Светская суета ему не только наскучила, но сделалась «отменно тяжела». В начале января 1844 года он пишет Путятам: «<…> Буду доволен Парижем, когда его оставлю <…>».
С мрачным сарказмом он отзывается теперь о салонах Сен-Жерменского предместья: «Мы разъезжаем по вечерам fb. St.-Germain, верные покуда что православной греко-российской церкви. Католический прозелитизм здесь несносен. Меня заставили прочесть кучу скучных книг, и теперь у меня лежит на столе: „Institut des Iesuits“ отца Равиньяна. Как ты думаешь, что это такое? Изложение статутов ордена, писанное с простотою младенца или невинностью старика, потерявшего память, человеком лет сорока, замечательным своею учёностью и дарованиями. Вот моё определение этого произведения: livre niais, écrit pour les niais par un homme qui n’est pas niais <преглуповатая книга для преглуповатых читателей, написанная отнюдь не дурачком >».
В апреле, собираясь уже в Италию, поэт, однако, пишет Путятам, что есть лица, которых они покидают «даже с грустью». Что делать!.. путешественнику не следует нигде задерживаться, если он хочет в самом деле «пользоваться своим мизантропическим счастием».
Но не сомнительно ли счастье, оказавшееся мизантропическим?
«Хотя хорошо за границей, я жажду возвращения на родину. Хочется вас видеть и по-русски поболтать о чужеземцах».

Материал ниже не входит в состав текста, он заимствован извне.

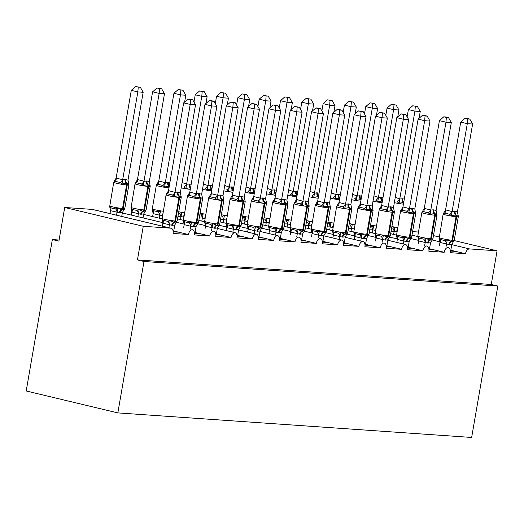 <?xml version="1.0" encoding="UTF-8"?>
<svg xmlns="http://www.w3.org/2000/svg" width="524" height="524" viewBox="0 0 524 524"><rect width="100%" height="100%" fill="white"/><g stroke="black" fill="none" stroke-linecap="round" stroke-linejoin="round"><path stroke-width="0.79" d="M454.138 240.555L497.066 250.832L491.257 284.48L497.8 286.045L471.646 437.455L117.841 412.899L26.2 390.976L52.354 239.56L58.898 241.132L64.714 207.484L92.204 209.39A5.142 3.177 -76.5 0 1 92.532 209.436L171.079 228.235A5.142 3.177 -76.5 0 1 173.077 233.455L188.424 234.516L173.739 231.005M59.088 240.031L52.354 239.56M450.267 251.022L455.684 251.396L450.817 250.23M448.158 247.466L448.04 247.439A5.142 3.177 -76.5 0 1 448.158 247.466A5.142 3.177 -76.5 0 1 450.155 252.679L465.502 253.747L455.684 251.396M428.953 249.542L434.37 249.915L429.503 248.756M426.844 245.985L426.726 245.959A5.142 3.177 -76.5 0 1 426.844 245.985A5.142 3.177 -76.5 0 1 428.842 251.206L444.188 252.267L434.37 249.915M407.639 248.062L413.056 248.442L408.189 247.276M387.832 240.274L405.412 244.479A5.142 3.177 -76.5 0 1 405.53 244.505A5.142 3.177 -76.5 0 1 407.528 249.725L422.875 250.786L413.056 248.442M386.326 246.581L391.742 246.961L386.876 245.795M384.216 243.025L384.099 242.998A5.142 3.177 -76.5 0 1 384.216 243.025A5.142 3.177 -76.5 0 1 386.214 248.245L401.561 249.313L391.742 246.961M365.012 245.108L370.429 245.481L365.562 244.315M362.903 241.544L345.205 237.313L362.785 241.525A5.142 3.177 -76.5 0 1 362.903 241.544A5.142 3.177 -76.5 0 1 364.901 246.765L380.247 247.832L370.429 245.481M343.698 243.627L349.115 244.001L344.248 242.835M341.589 240.064L323.891 235.833L341.471 240.044A5.142 3.177 -76.5 0 1 341.589 240.064A5.142 3.177 -76.5 0 1 343.587 245.284L358.933 246.352L349.115 244.001M322.384 242.147L327.801 242.52L322.935 241.361M320.275 238.59L320.157 238.564A5.142 3.177 -76.5 0 1 320.275 238.59A5.142 3.177 -76.5 0 1 322.273 243.804L337.62 244.872L327.801 242.52M301.071 240.667L306.488 241.047L301.621 239.881M298.962 237.11L298.844 237.084A5.142 3.177 -76.5 0 1 298.962 237.11A5.142 3.177 -76.5 0 1 300.959 242.33L316.306 243.391L306.488 241.047M279.757 239.186L285.174 239.566L280.307 238.4M259.95 231.398L277.53 235.603A5.142 3.177 -76.5 0 1 277.648 235.63A5.142 3.177 -76.5 0 1 279.646 240.85L294.992 241.911L285.174 239.566M258.443 237.713L263.86 238.086L258.994 236.92M256.334 234.149L238.636 229.918L256.216 234.13A5.142 3.177 -76.5 0 1 256.334 234.149A5.142 3.177 -76.5 0 1 258.332 239.37L273.679 240.437L263.86 238.086M237.13 236.232L242.547 236.606L237.68 235.44M235.021 232.669L217.322 228.438L234.903 232.649A5.142 3.177 -76.5 0 1 235.021 232.669A5.142 3.177 -76.5 0 1 237.018 237.889L252.365 238.957L242.547 236.606M215.816 234.752L221.233 235.125L216.366 233.959M213.707 231.195L213.589 231.169A5.142 3.177 -76.5 0 1 213.707 231.195A5.142 3.177 -76.5 0 1 215.705 236.409L231.051 237.477L221.233 235.125M194.502 233.272L199.919 233.645L195.052 232.486M192.393 229.715L192.275 229.689A5.142 3.177 -76.5 0 1 192.393 229.715A5.142 3.177 -76.5 0 1 194.391 234.935L209.738 235.997L199.919 233.645M173.189 231.791L178.605 232.171M497.066 250.832L469.57 248.92A5.142 3.177 103.5 0 0 465.502 253.747M448.04 247.439A5.142 3.177 103.5 0 0 444.188 252.267M426.726 245.959A5.142 3.177 103.5 0 0 422.875 250.786M405.412 244.479A5.142 3.177 103.5 0 0 401.561 249.313M384.099 242.998A5.142 3.177 103.5 0 0 380.247 247.832M362.785 241.525A5.142 3.177 103.5 0 0 358.933 246.352M341.471 240.044A5.142 3.177 103.5 0 0 337.62 244.872M320.157 238.564A5.142 3.177 103.5 0 0 316.306 243.391M298.844 237.084A5.142 3.177 103.5 0 0 294.992 241.911M277.53 235.603A5.142 3.177 103.5 0 0 273.679 240.437M256.216 234.13A5.142 3.177 103.5 0 0 252.365 238.957M234.903 232.649A5.142 3.177 103.5 0 0 231.051 237.477M213.589 231.169A5.142 3.177 103.5 0 0 209.738 235.997M192.275 229.689A5.142 3.177 103.5 0 0 188.424 234.516M491.257 284.48L137.445 259.924L143.255 226.276L170.752 228.182A5.142 3.177 -76.5 0 1 171.079 228.235M418.486 232.034L412.584 231.621M433.466 235.61L439.204 236.986M122.328 212.954L162.938 222.667L122.328 212.947M143.255 226.276L64.714 207.484M117.841 412.899L143.989 261.489L137.445 259.924M497.8 286.045L143.989 261.489M143.642 214.434L161.995 218.822L143.642 214.427M176.392 222.268L184.252 224.148L176.392 222.268M177.518 218.914L183.308 220.303L177.518 218.914M197.705 223.748L205.565 225.628L197.705 223.741M198.832 220.394L204.622 221.783L198.832 220.394M226.879 227.102L219.019 225.222L226.879 227.108M220.146 221.875L225.936 223.257L220.146 221.875M240.333 226.702L248.193 228.588L240.333 226.702M241.459 223.355L247.249 224.737L241.459 223.348M261.646 228.182L269.506 230.062L261.646 228.182M262.773 224.835L268.563 226.217L262.773 224.829M282.96 229.663L290.82 231.543L282.96 229.663M289.877 227.691L284.087 226.309L289.877 227.698M304.274 231.143L312.134 233.023L304.274 231.136M305.4 227.789L311.191 229.178L305.4 227.789M325.587 232.623L333.447 234.503L325.587 232.617M326.714 229.27L332.504 230.658L326.714 229.27M354.761 235.977L346.901 234.097L354.761 235.983M348.028 230.75L353.818 232.132L348.028 230.743M368.215 235.577L376.075 237.457L368.215 235.577M369.341 232.23L375.132 233.612L369.341 232.224M389.529 237.058L397.389 238.937L389.529 237.058M390.655 233.711L396.445 235.093L390.655 233.704M410.842 238.538L418.702 240.418L410.842 238.538M128.878 184.474L126.769 183.262A1.716 1.336 94 0 1 127.247 184.952L126.605 184.907A7.362 0.596 -170.2 0 1 116.394 183.243A7.362 0.596 -170.2 0 1 113.721 182.306L109.693 206.646L110.63 207.687L112.752 208.428L115.542 208.866L117.821 208.205L121.542 209.797A1.716 1.336 -86 0 0 122.537 208.46L123.179 208.506A7.362 0.596 9.8 0 0 124.804 208.414L128.871 184.861A7.362 0.596 -170.2 0 1 127.247 184.952L123.179 208.506A1.716 1.336 94 0 1 122.177 209.842L124.155 209.502L124.804 208.414M140.36 87.318L135.618 86.545L140.36 87.318L143.17 92.276L137.845 91.903L122.655 179.837L125.727 179.549A3.766 2.948 -86 0 0 126.769 183.262L122.007 183.996L120.101 182.49L115.188 181.311L113.826 182.038L114.068 181.566M138.231 87.167L137.845 91.903L131.295 90.338L116.138 178.121L122.682 179.686M143.17 92.276L128.007 180.053L128.668 183.479M125.727 179.549L127.987 180.21M113.826 182.038L116.138 178.121M121.725 216.425L122.413 212.449L119.348 212.737L110.564 210.7L109.693 206.639M116.551 215.187L117.062 212.227M110.001 213.622L110.512 210.661M128.858 184.186L128.871 184.861M117.821 208.205L117.081 212.076M122.413 212.449L124.005 209.77M122.655 179.837L122.007 183.996M131.295 90.338L135.618 86.545M181.219 196.716L181.238 197.391A7.362 0.596 -170.2 0 1 179.608 197.483L178.972 197.437A7.362 0.596 -170.2 0 1 168.761 195.773A7.362 0.596 -170.2 0 1 166.082 194.836L162.06 219.176L162.997 220.218L167.909 221.397L170.189 220.735L174.544 222.373L176.824 221.678M180.348 192.734L181.245 197.004L178.494 195.747L174.374 196.526L172.462 195.02L167.556 193.841L166.187 194.568L168.558 190.638L175.016 192.367L177.453 192.033L180.348 192.734L195.537 104.807L190.205 104.433L175.049 192.216M190.598 99.698L192.727 99.848L190.114 99.219L187.985 99.075L190.598 99.698L190.205 104.433L183.662 102.868L168.499 190.651M168.911 227.717L169.422 224.757L162.925 223.231L162.054 219.17M162.368 226.152L162.879 223.191M173.595 231.824L174.78 224.979L172.35 225.313L169.422 224.757M176.693 221.868L174.78 224.979M169.448 224.606L170.189 220.735M174.374 196.526L175.016 192.367M166.429 194.096L166.187 194.568M195.537 104.807L192.727 99.848M187.985 99.075L183.662 102.868M202.506 198.085L202.552 198.865A7.362 0.596 -170.2 0 1 200.921 198.963L200.286 198.917A7.362 0.596 -170.2 0 1 190.074 197.253A7.362 0.596 -170.2 0 1 187.396 196.317L183.374 220.65L184.31 221.698L189.223 222.877L191.502 222.215L195.858 223.853L198.138 223.159M201.661 194.214L202.559 198.478L199.808 197.227L195.688 198L193.775 196.5L188.869 195.321L187.5 196.048L189.871 192.118L196.33 193.847L198.766 193.513L201.661 194.214L216.851 106.28L211.519 105.913L196.362 193.697M211.912 101.178L214.041 101.328L211.427 100.7L209.299 100.556L211.912 101.178L211.519 105.913L204.976 104.348L189.812 192.131M190.225 229.198L190.736 226.237L184.193 224.672L183.367 220.65M183.682 227.632L184.193 224.672M194.908 233.298L196.094 226.46L193.664 226.794L190.736 226.237M198.007 223.348L196.094 226.46M190.762 226.086L191.502 222.215M195.688 198L196.33 193.847M187.743 195.576L187.5 196.048M216.851 106.28L214.041 101.328M209.299 100.556L204.976 104.348M216.222 234.778L217.408 227.933L214.978 228.268A3.766 2.948 94 0 1 217.172 225.327L219.143 224.986L219.798 223.899A7.362 0.596 9.8 0 1 218.167 223.99A1.716 1.336 -86 0 1 217.172 225.327L212.816 223.696L210.537 224.351L205.624 223.178L204.681 222.13L204.642 221.351A7.362 0.596 9.8 0 0 207.321 222.281A7.362 0.596 9.8 0 0 217.532 223.951L218.167 223.99L222.235 200.443A1.716 1.336 -86 0 0 221.763 198.753L217.002 199.48L215.089 197.974L210.183 196.801L208.814 197.522L211.126 193.605L217.643 195.328L220.715 195.033L222.975 195.694L238.165 107.761L232.833 107.394L217.676 195.177M220.08 194.994A3.766 2.948 94 0 0 221.121 198.707A1.716 1.336 94 0 1 221.6 200.397L222.235 200.443A7.362 0.596 -170.2 0 0 223.866 200.345L223.846 199.677M222.975 195.694L223.872 199.958L221.763 198.753A3.766 2.948 94 0 1 220.715 195.033M233.226 102.658L235.355 102.809L232.741 102.18L230.612 102.036L233.226 102.658L232.833 107.394L226.289 105.828L211.126 193.605M211.539 230.678L212.05 227.717L205.506 226.152L204.681 222.13M204.995 229.106L205.506 226.152M214.978 228.268L212.05 227.717M219.32 224.829L217.408 227.933M212.076 227.567L212.816 223.696M217.002 199.48L217.643 195.328M209.056 197.057L208.814 197.522M238.165 107.761L235.355 102.809M230.612 102.036L226.289 105.828M245.16 201.157L245.18 201.825A7.362 0.596 -170.2 0 1 243.549 201.917L242.913 201.878A7.362 0.596 -170.2 0 1 232.702 200.207A7.362 0.596 -170.2 0 1 230.023 199.277L226.001 223.61L226.938 224.658L231.85 225.831L234.13 225.169L238.486 226.807L240.765 226.119M244.289 197.175L245.186 201.439L243.077 200.227L238.315 200.961L236.403 199.454L231.497 198.282L230.128 199.002L232.44 195.085L238.957 196.801L241.394 196.467L244.289 197.175L259.478 109.241L254.147 108.874L238.99 196.651M254.54 104.138L256.668 104.283L251.926 103.51L254.54 104.138L254.147 108.874L247.603 107.302L232.44 195.085M232.853 232.152L233.363 229.198L226.82 227.632L225.995 223.604M226.309 230.586L226.82 227.632M237.536 236.258L238.721 229.414L236.291 229.748L233.363 229.198M240.64 226.309L238.721 229.414M233.39 229.047L234.13 225.169M238.315 200.961L238.957 196.801M230.37 198.537L230.128 199.002M259.478 109.241L256.668 104.283M251.926 103.51L247.603 107.302M254.166 233.632L254.677 230.678L248.134 229.112L247.263 224.691L248.252 226.139L253.164 227.311L255.443 226.65L259.799 228.287L262.079 227.599M265.603 198.655L280.792 110.721L275.46 110.348L260.271 198.282L262.707 197.948L265.603 198.655L266.5 202.919L264.391 201.707A1.716 1.336 -86 0 1 264.862 203.397A7.362 0.596 -170.2 0 0 266.493 203.305L266.474 202.631M275.853 105.619L277.982 105.763L273.24 104.99L275.853 105.619L275.46 110.348L268.917 108.782L253.754 196.566L260.304 198.131M263.343 197.993A3.766 2.948 94 0 0 264.391 201.707L259.629 202.441L257.716 200.934L252.81 199.762L251.441 200.482L253.754 196.566M247.623 232.067L248.134 229.112M258.849 237.739L260.035 230.894L257.605 231.228L254.677 230.678M261.954 227.783L260.035 230.894M254.703 230.527L255.443 226.65M259.629 202.441L260.271 198.282M251.684 200.011L251.441 200.482M280.792 110.721L277.982 105.763M273.24 104.99L268.917 108.782M150.192 185.948L148.082 184.743A1.716 1.336 94 0 1 148.561 186.433L147.919 186.387A7.362 0.596 -170.2 0 1 137.707 184.723A7.362 0.596 -170.2 0 1 135.035 183.786L131.007 208.12L131.95 209.168L134.065 209.901L136.856 210.347L139.135 209.685L142.856 211.277A1.716 1.336 -86 0 0 143.851 209.941L144.493 209.986A7.362 0.596 9.8 0 0 146.117 209.888L150.185 186.341A7.362 0.596 -170.2 0 1 148.561 186.433L144.493 209.986A1.716 1.336 94 0 1 143.491 211.323L145.469 210.976L146.117 209.888M161.674 88.798L156.931 88.025L161.674 88.798L164.484 93.75L159.158 93.383L143.969 181.317L147.041 181.029A3.766 2.948 -86 0 0 148.082 184.743L143.321 185.476L141.415 183.97L136.502 182.791L135.14 183.518L135.382 183.046M159.545 88.648L159.158 93.383L152.608 91.818L137.452 179.601L143.995 181.166M164.484 93.75L149.32 181.533L149.982 184.952M147.041 181.029L149.301 181.684M135.14 183.518L137.452 179.601M143.039 217.905L143.727 213.93L140.661 214.218L131.878 212.174L131.007 208.12M137.864 216.667L138.375 213.707M131.314 215.102L131.825 212.141M150.172 185.666L150.185 186.341M139.135 209.685L138.395 213.556M143.727 213.93L145.318 211.251M143.969 181.317L143.321 185.476M152.608 91.818L156.931 88.025M153.263 210.648L158.169 211.82L160.449 211.165L159.689 215.187L153.139 213.622L152.268 209.207L153.263 210.648A3.766 2.129 -55.2 0 1 153.191 213.654M152.314 209.6L152.274 208.821A7.362 0.596 9.8 0 0 154.953 209.757A7.362 0.596 9.8 0 0 163.252 211.231M169.265 186.21L164.634 186.95L162.728 185.45L157.816 184.271L156.453 184.992L156.696 184.527M182.987 90.279L178.245 89.506L182.987 90.279L185.797 95.23L180.472 94.864L165.283 182.797L167.713 182.463L169.855 182.804M180.859 90.128L180.472 94.864L173.922 93.298L158.765 181.075L165.309 182.647M185.797 95.23L184.625 102.023M156.453 184.992L158.765 181.075M162.473 215.731L159.709 215.037M159.178 218.148L159.689 215.187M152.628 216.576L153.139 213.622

За полгода в Германии и Париже он вполне ясно понял отличие французского света от русского и, несмотря на всё занимательное и отличный приём, пришёл к твёрдому выводу:
«<…> жизнь в чужих краях тем особенно прекрасна, что начинаешь больше любить своё отечество. Благоприятства более тёплого климата не столь велики, как думают, достижения цивилизации не столь блестящи, как полагают. Жители, коих я видел доселе, не стоят русских ни сердцем, ни умом. Они тупы в Германии, без стыда и совести во Франции, прибавьте к тому, что французы большие мастера только лишь в дурачествах <…>».
И наконец:
«Я вернусь в своё отечество исцелённым от многих предубеждений и полным снисходительности к некоторым действительным недостаткам, которые у нас есть и которые мы с удовольствием преувеличиваем <…>» (из письма А. Ф. Боратынской, около 10 апреля 1844 года; перевод с французского).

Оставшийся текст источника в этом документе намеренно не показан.